Point and Shoot: A New Musical

The year is 2042: Hollywood is dead, the film industry buckled under the weight of hefty blockbuster films. Independent filmmakers have transformed society into a cultural paradise, but all this is threatened when a young actress hands over the rights to Selma, a dated TV show of the 60s. With this comes the opportunity for a restless and ambitious screenwriter to revive the action-packed films of 2015 and recreate Selma for the silver screen.

Point and Shoot is essentially a busy pastiche of a host of different film genres using only four actors to play all the parts and all the instruments, meaning the script is clever and the comedy is rife.

Point and Shoot is essentially a busy pastiche of a host of different film genres using only four actors to play all the parts and all the instruments, meaning the script is clever and the comedy is rife.

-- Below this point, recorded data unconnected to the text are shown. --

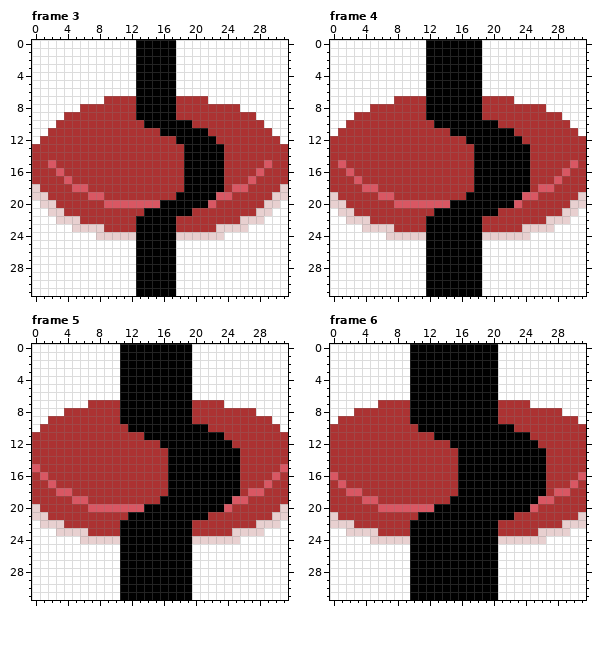
Two states of a pixel-art file, New Aseprite Sprites/TrapToggle.aseprite. This is how it looked before the edit.
32x32 pixels, 22 frames. Shown: frame 3, frame 4, frame 5, frame 6. The commit also changed other frames, which this record leaves out.
Now the later version:
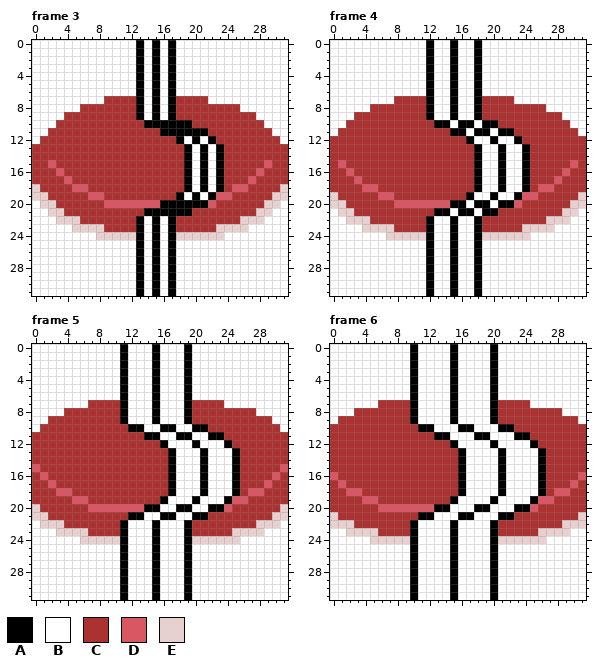
Palette (. is transparent): A #000000  B #ffffff  C #ac3232  D #d95763  E #e8d0d0
Change:
Frame 3:
The author changed colour A to colour B in rows 0 to 9 at x 14 and 16; in row 12 at x 19 and 21; in rows 13 to 18 at x 20 and 22; in row 19 at x 19 and 21; in rows 22 to 31 at x 14 and 16.
Frame 4:
The author changed colour A to colour B in rows 0 to 9 at x 13 to 14 and 16 to 17; in row 10 at x 15 and 18; in row 11 at x 17 and 20; in row 12 at x 18 to 19 and 21 to 22; in rows 13 to 18 at x 19 to 20 and 22 to 23; in row 19 at x 18 to 19 and 21 to 22.
The author changed colour A to colour B in row 20 at x 17 and 20; in row 21 at x 15 and 18; in rows 22 to 31 at x 13 to 14 and 16 to 17.
Frame 5:
The author changed colour A to colour B in rows 0 to 9 at x 12 to 14 and 16 to 18; in row 10 at x 14 to 15 and 18 to 19; in row 11 at x 16 to 17 and 20 to 21; in row 12 at x 17 to 19 and 21 to 23; in rows 13 to 18 at x 18 to 20 and 22 to 24; in row 19 at x 17 to 19 and 21 to 23.
The author changed colour A to colour B in row 20 at x 16 to 17 and 20 to 21; in row 21 at x 14 to 15 and 18 to 19; in rows 22 to 31 at x 12 to 14 and 16 to 18.
Frame 6:
The author changed colour A to colour B in rows 0 to 9 at x 11 to 14 and 16 to 19; in row 10 at x 13 to 15 and 18 to 20; in row 11 at x 15 to 17 and 20 to 22; in row 12 at x 16 to 19 and 21 to 24; in rows 13 to 18 at x 17 to 20 and 22 to 25; in row 19 at x 16 to 19 and 21 to 24.
The author changed colour A to colour B in row 20 at x 15 to 17 and 20 to 22; in row 21 at x 13 to 15 and 18 to 20; in rows 22 to 31 at x 11 to 14 and 16 to 19.
Changed places in both pictures, as pixel boxes (x1, y1, x2, y2):
changed: (144, 40, 216, 296)
changed: (434, 40, 522, 296)
changed: (128, 344, 232, 600)
changed: (418, 344, 538, 600)

No aspect of the industry is safe from beautifully sung sarcasm and sly jibes, but it is clear that it is all done in good humour, of which there was plenty. On-stage action is accompanied by hilarious film footage, adding another comic layer to the production.

The plot escalates quickly into the absurd whilst still keeping hold of themes that are the core of thousands of film productions: love, greed, and realising dreams. The characters are comic, loveable and wonderfully portrayed by the cast, the highlights being the cool and calculating Donna and desperate Dolores both played by the same woman. All the madness is held up by catchy songs with witty lyrics and beautiful harmonies, and you are left no choice but to hum them on the way home.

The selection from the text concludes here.